→ REQUIRED WORK:
Please give the number of lines in the records below where the word "Also" occurs, and nothing else.

→ EXERCISE MATERIALS:
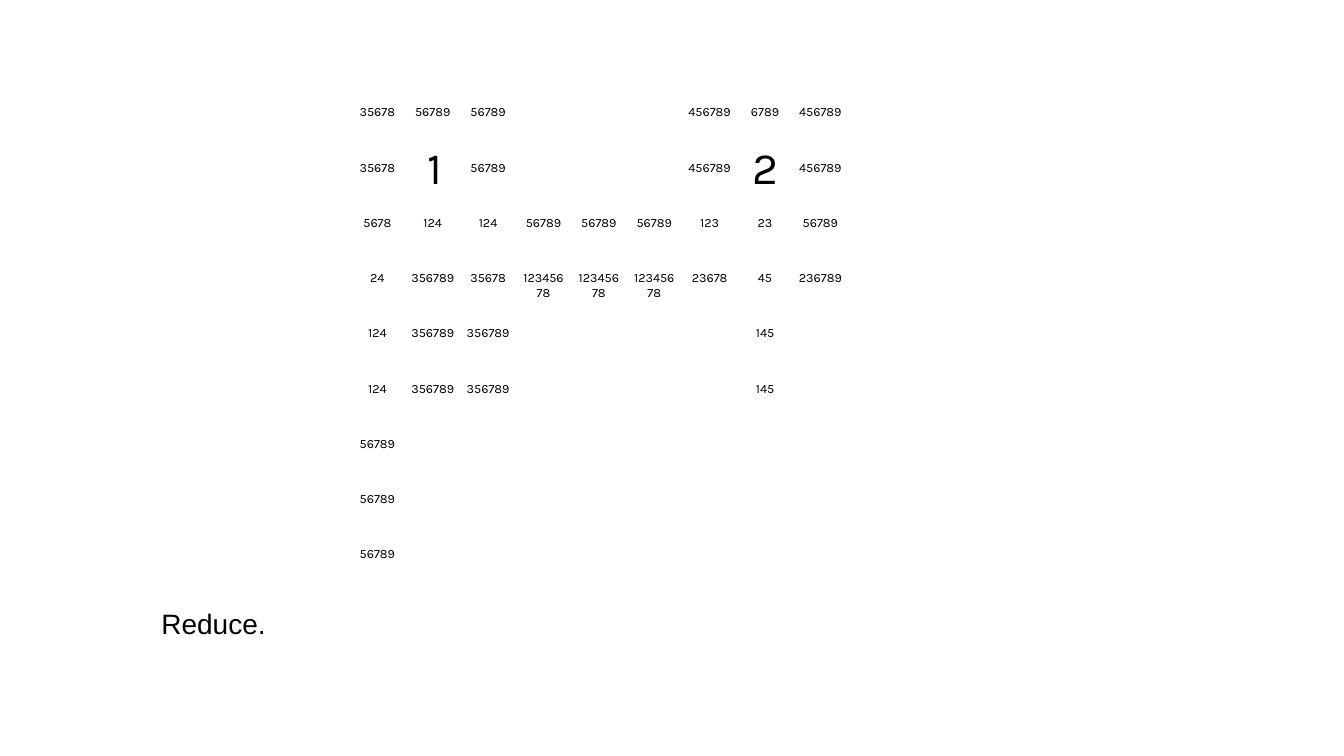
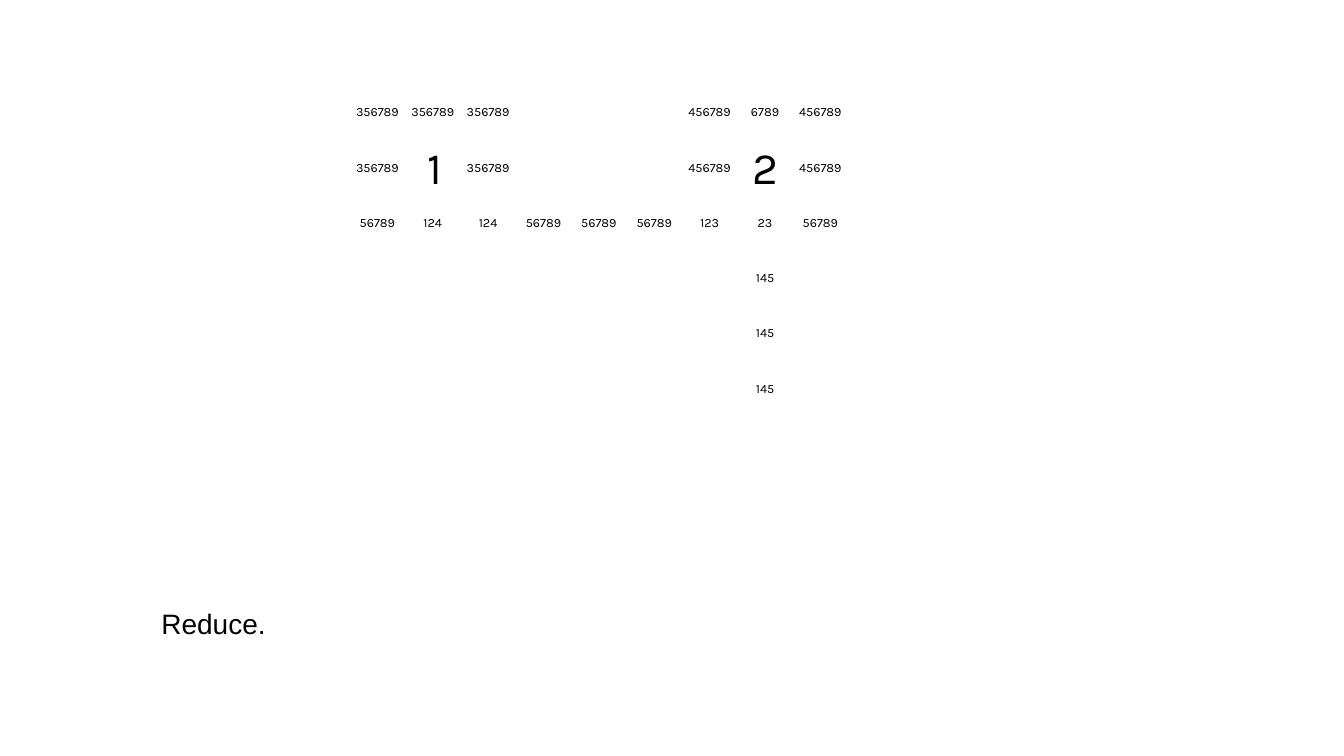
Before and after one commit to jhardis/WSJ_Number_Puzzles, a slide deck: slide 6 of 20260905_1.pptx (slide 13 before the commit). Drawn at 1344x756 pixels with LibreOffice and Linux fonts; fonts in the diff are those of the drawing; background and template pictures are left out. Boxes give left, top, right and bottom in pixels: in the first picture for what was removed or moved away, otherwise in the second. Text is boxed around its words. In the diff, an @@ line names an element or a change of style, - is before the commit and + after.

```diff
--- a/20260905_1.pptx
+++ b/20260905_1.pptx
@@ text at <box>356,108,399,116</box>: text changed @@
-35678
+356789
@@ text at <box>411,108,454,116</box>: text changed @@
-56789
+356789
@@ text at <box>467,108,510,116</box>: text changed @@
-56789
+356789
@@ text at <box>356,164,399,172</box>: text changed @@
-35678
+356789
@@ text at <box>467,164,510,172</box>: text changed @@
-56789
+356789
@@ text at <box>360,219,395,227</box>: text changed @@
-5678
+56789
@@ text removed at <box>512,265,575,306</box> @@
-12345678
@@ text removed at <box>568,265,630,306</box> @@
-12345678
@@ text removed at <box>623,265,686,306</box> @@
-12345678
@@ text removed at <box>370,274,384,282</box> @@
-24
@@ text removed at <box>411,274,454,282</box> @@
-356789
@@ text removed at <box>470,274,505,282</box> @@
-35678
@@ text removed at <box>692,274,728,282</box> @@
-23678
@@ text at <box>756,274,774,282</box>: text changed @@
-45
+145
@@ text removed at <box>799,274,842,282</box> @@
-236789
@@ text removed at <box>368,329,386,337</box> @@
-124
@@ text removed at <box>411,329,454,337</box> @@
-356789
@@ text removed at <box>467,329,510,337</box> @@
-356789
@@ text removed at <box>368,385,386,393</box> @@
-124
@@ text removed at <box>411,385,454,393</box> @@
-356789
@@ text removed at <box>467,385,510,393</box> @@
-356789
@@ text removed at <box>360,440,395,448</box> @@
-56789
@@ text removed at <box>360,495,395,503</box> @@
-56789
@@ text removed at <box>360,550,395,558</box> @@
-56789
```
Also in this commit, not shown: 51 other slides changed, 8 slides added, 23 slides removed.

==

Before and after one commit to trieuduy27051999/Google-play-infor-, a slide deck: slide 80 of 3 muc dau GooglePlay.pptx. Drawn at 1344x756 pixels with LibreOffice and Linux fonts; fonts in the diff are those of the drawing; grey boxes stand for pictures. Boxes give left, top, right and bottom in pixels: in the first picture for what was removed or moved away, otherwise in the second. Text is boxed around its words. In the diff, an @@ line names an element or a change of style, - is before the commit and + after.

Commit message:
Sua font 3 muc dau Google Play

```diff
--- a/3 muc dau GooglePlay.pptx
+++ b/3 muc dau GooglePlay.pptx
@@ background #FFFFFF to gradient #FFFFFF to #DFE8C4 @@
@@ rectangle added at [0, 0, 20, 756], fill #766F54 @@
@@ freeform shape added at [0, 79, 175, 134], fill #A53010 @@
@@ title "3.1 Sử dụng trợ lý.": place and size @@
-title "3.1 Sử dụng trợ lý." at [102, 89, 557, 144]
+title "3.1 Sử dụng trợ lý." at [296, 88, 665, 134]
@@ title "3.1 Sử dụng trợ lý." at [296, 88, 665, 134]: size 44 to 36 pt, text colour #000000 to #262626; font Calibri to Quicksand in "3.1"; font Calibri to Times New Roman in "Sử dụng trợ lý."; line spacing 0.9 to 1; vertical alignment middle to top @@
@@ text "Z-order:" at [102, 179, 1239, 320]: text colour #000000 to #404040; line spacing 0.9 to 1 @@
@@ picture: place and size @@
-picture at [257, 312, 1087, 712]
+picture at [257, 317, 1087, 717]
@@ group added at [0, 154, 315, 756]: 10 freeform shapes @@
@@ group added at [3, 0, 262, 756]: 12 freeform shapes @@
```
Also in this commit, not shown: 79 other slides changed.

* * *

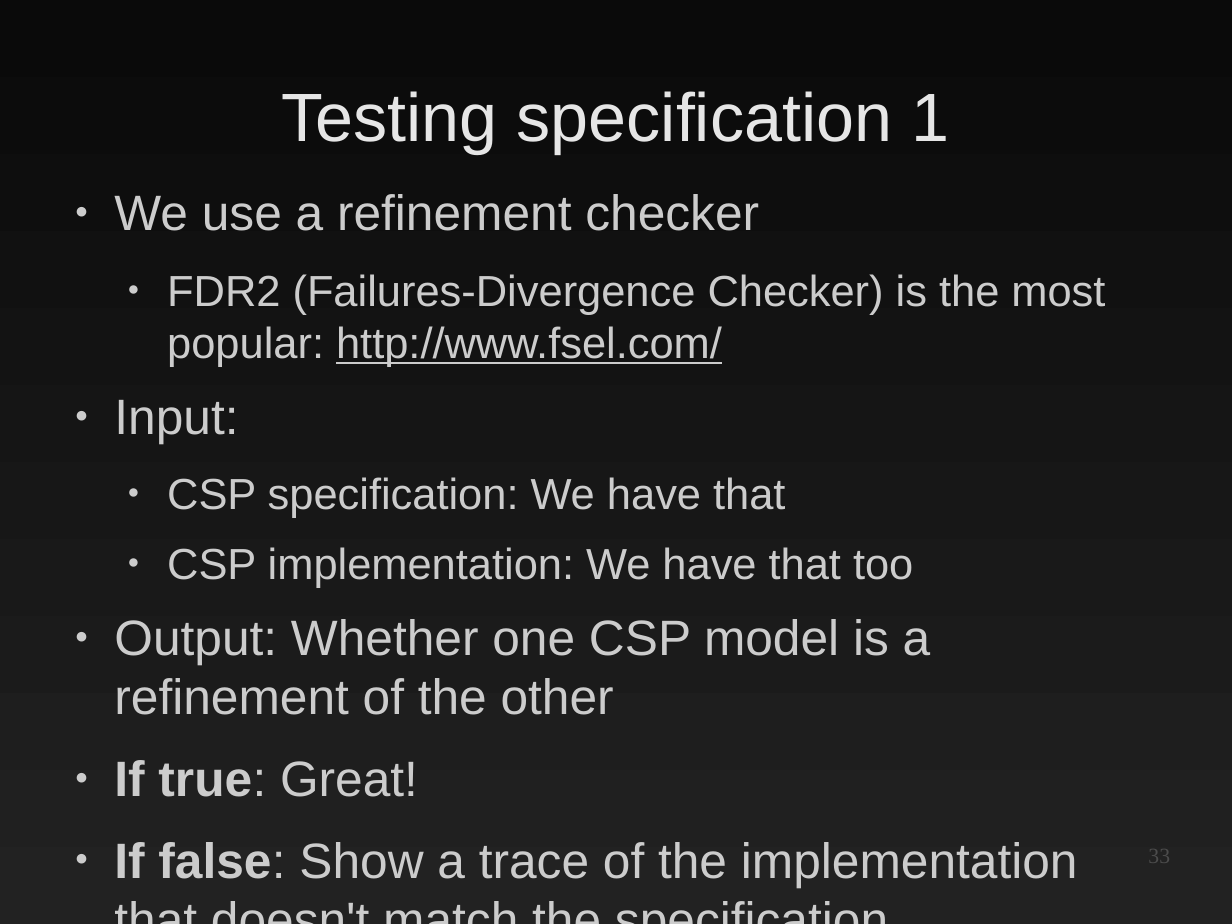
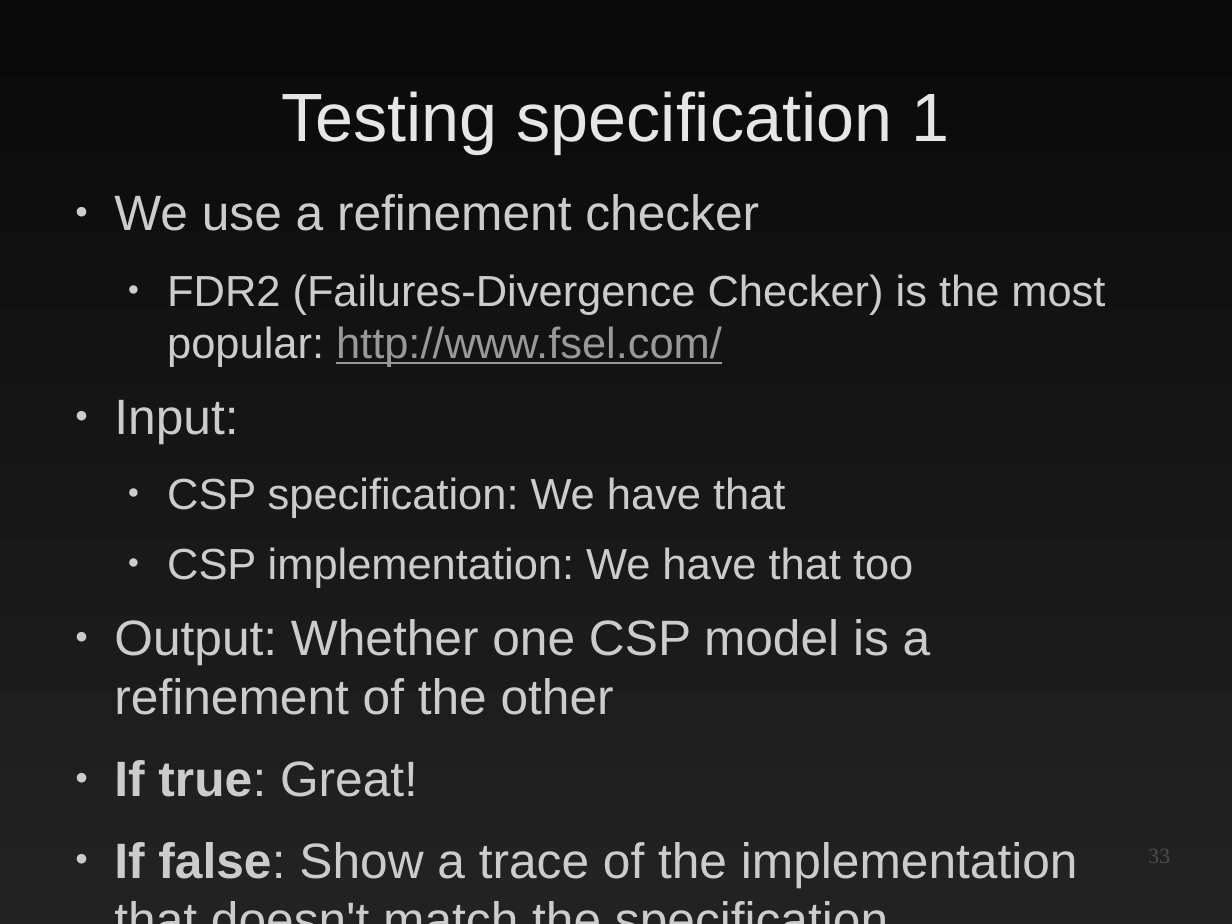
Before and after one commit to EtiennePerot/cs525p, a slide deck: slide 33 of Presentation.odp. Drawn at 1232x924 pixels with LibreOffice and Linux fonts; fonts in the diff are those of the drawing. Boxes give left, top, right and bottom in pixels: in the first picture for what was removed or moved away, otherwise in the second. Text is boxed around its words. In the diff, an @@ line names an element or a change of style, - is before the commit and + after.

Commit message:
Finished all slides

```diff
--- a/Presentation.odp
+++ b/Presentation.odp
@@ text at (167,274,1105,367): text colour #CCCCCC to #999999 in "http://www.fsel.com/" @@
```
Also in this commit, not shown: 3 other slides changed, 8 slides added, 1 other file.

→ TASK RESULT:
3